Source records
•••

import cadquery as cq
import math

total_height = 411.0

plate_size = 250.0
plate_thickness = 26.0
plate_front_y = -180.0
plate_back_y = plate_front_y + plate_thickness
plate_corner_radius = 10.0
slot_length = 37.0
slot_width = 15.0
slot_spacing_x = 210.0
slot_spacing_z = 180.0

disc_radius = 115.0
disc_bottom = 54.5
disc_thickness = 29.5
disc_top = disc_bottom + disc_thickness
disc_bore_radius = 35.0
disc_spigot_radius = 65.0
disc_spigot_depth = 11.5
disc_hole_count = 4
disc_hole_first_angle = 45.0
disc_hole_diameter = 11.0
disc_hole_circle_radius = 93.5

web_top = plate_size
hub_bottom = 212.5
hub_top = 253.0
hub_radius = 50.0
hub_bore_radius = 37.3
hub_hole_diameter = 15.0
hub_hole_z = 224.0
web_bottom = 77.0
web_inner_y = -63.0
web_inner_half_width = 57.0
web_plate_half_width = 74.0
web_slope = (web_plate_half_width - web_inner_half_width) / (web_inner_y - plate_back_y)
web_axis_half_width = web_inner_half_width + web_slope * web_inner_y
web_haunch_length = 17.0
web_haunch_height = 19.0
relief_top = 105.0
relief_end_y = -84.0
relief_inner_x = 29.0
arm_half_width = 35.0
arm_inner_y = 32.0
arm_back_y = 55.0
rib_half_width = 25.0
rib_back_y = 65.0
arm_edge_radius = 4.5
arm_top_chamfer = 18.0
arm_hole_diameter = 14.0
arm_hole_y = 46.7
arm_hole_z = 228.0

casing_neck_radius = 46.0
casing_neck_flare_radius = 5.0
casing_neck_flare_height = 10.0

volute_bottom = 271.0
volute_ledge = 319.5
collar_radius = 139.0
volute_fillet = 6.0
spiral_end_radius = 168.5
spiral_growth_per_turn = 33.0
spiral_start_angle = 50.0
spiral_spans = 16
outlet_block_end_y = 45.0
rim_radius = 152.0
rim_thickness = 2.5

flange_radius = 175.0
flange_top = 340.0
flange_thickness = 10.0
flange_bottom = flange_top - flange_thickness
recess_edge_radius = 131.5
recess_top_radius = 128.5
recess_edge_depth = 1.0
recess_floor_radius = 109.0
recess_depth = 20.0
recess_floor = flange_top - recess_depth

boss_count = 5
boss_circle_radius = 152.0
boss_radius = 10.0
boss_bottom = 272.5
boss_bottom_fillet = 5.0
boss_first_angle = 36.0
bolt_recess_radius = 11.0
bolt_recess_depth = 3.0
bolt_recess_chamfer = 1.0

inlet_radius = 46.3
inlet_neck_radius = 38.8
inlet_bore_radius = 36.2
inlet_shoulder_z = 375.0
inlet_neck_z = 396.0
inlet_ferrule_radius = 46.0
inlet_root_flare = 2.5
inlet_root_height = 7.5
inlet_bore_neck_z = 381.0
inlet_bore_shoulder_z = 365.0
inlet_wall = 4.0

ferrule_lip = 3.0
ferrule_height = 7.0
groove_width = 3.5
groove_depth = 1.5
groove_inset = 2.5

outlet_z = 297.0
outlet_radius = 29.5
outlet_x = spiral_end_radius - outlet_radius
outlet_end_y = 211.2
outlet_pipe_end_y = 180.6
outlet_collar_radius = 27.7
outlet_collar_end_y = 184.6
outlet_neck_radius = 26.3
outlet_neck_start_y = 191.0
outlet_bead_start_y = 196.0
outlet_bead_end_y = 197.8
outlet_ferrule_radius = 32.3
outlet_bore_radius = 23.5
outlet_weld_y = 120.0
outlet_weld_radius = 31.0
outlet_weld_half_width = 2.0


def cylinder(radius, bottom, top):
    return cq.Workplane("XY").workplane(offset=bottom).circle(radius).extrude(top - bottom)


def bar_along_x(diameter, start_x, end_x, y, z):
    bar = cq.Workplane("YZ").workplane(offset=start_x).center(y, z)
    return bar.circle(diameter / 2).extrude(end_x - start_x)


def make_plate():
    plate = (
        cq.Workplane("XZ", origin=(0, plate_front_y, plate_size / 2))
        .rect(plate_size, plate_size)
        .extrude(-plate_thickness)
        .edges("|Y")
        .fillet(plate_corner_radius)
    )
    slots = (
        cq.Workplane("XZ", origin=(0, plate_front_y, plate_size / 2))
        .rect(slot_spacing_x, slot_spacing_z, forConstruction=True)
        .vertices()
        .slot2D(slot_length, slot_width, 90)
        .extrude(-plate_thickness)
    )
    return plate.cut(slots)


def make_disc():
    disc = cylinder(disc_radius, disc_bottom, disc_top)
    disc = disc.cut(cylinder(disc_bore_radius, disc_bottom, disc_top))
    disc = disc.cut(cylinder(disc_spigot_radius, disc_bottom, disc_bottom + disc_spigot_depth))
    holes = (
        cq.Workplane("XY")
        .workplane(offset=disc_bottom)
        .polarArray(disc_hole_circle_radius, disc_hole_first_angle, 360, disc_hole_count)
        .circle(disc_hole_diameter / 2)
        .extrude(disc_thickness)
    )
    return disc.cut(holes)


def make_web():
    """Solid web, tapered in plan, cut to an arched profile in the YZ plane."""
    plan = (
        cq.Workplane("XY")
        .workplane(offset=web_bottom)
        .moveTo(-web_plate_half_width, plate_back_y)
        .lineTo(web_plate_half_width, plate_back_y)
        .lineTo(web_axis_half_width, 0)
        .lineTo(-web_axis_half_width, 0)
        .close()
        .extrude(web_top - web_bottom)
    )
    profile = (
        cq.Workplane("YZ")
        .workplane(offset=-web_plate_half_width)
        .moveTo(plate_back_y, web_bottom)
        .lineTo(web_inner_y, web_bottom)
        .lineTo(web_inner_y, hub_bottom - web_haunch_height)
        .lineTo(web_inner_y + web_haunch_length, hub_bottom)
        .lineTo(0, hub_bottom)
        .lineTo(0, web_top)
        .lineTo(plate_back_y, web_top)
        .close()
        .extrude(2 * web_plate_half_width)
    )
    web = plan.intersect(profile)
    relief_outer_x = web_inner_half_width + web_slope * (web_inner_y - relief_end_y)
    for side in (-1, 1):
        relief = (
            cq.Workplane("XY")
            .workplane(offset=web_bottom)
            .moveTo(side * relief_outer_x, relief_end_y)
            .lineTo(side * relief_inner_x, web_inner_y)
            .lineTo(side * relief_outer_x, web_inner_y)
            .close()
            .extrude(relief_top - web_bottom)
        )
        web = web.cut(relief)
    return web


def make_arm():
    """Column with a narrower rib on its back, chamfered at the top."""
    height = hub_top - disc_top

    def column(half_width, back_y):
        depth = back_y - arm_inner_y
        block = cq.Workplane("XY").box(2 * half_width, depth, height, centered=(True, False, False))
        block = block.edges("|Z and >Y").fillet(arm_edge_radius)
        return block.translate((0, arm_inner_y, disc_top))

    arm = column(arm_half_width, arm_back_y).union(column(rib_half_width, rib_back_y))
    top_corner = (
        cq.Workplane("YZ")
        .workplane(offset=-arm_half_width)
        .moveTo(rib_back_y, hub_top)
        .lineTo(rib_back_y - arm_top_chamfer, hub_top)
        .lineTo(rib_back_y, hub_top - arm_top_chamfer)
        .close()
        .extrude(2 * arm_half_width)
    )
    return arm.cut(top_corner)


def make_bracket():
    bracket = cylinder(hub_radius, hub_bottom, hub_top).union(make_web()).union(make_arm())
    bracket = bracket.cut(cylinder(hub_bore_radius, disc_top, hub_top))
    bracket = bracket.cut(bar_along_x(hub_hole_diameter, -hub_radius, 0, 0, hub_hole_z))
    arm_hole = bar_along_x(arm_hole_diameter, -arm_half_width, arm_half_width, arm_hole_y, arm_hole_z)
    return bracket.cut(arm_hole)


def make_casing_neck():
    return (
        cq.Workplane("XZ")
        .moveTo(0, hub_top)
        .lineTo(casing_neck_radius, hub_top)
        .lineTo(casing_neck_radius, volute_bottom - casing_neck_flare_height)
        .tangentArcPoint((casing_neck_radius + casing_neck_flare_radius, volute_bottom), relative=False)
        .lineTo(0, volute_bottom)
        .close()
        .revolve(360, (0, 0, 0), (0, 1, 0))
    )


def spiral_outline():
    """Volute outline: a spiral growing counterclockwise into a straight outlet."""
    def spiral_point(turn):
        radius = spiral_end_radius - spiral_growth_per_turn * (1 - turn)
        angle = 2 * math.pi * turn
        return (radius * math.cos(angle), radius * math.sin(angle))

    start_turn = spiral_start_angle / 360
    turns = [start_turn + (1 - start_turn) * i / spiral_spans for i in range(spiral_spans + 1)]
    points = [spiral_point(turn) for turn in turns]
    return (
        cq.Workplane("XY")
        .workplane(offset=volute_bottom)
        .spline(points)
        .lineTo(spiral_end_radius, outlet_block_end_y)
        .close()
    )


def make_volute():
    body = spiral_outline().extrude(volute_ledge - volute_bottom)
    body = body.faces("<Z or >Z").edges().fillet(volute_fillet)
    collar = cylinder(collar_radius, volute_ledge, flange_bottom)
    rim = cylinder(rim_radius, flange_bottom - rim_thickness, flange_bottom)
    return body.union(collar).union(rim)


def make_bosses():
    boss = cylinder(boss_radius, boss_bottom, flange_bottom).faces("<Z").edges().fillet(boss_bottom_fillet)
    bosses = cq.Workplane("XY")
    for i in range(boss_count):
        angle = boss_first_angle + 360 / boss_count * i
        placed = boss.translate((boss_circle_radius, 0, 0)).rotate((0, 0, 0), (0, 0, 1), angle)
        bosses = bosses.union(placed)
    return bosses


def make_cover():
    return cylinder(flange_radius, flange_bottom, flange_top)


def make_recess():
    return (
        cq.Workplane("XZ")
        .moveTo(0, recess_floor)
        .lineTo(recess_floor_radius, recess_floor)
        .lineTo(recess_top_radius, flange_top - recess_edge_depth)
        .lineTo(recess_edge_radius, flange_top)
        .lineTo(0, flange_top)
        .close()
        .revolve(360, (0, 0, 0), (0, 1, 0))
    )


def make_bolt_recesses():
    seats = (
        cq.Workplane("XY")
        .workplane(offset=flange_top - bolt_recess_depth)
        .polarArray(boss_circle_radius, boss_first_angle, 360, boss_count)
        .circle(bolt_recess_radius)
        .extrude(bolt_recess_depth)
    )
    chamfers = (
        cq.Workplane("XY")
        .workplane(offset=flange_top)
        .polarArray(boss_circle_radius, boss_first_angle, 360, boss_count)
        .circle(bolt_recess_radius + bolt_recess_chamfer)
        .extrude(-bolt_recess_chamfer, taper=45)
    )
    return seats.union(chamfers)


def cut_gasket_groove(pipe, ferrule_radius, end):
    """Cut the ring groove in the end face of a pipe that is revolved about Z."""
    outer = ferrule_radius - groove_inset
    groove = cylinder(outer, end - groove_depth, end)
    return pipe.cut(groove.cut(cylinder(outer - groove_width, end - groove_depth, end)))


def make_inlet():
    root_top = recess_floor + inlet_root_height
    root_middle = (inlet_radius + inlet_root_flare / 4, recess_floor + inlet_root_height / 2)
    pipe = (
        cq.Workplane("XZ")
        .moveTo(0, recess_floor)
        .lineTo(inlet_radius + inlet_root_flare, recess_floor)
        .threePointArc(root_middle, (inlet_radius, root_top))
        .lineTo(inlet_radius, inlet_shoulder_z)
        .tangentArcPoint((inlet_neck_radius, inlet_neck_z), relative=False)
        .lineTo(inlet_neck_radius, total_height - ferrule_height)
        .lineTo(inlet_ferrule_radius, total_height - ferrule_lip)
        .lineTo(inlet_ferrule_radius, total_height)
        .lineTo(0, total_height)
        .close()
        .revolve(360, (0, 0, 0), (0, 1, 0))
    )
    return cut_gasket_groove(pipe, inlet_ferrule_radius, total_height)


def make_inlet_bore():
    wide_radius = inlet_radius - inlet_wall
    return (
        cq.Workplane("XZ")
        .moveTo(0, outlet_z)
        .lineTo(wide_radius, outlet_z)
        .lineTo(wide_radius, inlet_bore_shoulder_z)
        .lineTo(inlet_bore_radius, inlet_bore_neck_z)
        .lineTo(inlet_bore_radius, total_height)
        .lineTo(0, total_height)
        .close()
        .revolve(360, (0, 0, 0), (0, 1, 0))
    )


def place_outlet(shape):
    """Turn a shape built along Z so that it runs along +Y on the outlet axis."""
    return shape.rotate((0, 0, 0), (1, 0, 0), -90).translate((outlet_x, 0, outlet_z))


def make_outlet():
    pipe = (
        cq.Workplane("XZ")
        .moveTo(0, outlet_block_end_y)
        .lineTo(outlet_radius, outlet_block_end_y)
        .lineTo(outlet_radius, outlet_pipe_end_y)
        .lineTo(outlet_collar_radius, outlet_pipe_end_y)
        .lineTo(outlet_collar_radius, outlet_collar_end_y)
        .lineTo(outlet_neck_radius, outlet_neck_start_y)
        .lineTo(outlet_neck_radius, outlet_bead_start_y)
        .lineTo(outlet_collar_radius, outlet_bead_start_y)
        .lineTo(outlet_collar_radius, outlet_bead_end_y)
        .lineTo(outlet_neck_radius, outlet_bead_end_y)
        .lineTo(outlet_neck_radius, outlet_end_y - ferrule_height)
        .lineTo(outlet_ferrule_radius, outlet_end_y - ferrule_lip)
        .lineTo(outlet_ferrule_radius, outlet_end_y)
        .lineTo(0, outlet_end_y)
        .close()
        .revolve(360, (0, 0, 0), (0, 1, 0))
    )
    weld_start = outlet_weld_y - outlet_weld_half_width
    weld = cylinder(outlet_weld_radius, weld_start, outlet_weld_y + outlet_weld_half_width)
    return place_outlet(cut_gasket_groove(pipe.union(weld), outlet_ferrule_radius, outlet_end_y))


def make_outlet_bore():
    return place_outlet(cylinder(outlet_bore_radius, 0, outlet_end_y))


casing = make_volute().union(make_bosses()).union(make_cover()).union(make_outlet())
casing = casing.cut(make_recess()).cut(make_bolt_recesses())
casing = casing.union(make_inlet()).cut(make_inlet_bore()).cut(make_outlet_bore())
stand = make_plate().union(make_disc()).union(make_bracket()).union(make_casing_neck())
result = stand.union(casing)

•••

Task goal: The required output is every line above from the one with "boss_count = 5" down to the one with "inlet_shoulder_z = 375.0", restated word for word, ends included.

Solution to the exercise:
boss_count = 5
boss_circle_radius = 152.0
boss_radius = 10.0
boss_bottom = 272.5
boss_bottom_fillet = 5.0
boss_first_angle = 36.0
bolt_recess_radius = 11.0
bolt_recess_depth = 3.0
bolt_recess_chamfer = 1.0

inlet_radius = 46.3
inlet_neck_radius = 38.8
inlet_bore_radius = 36.2
inlet_shoulder_z = 375.0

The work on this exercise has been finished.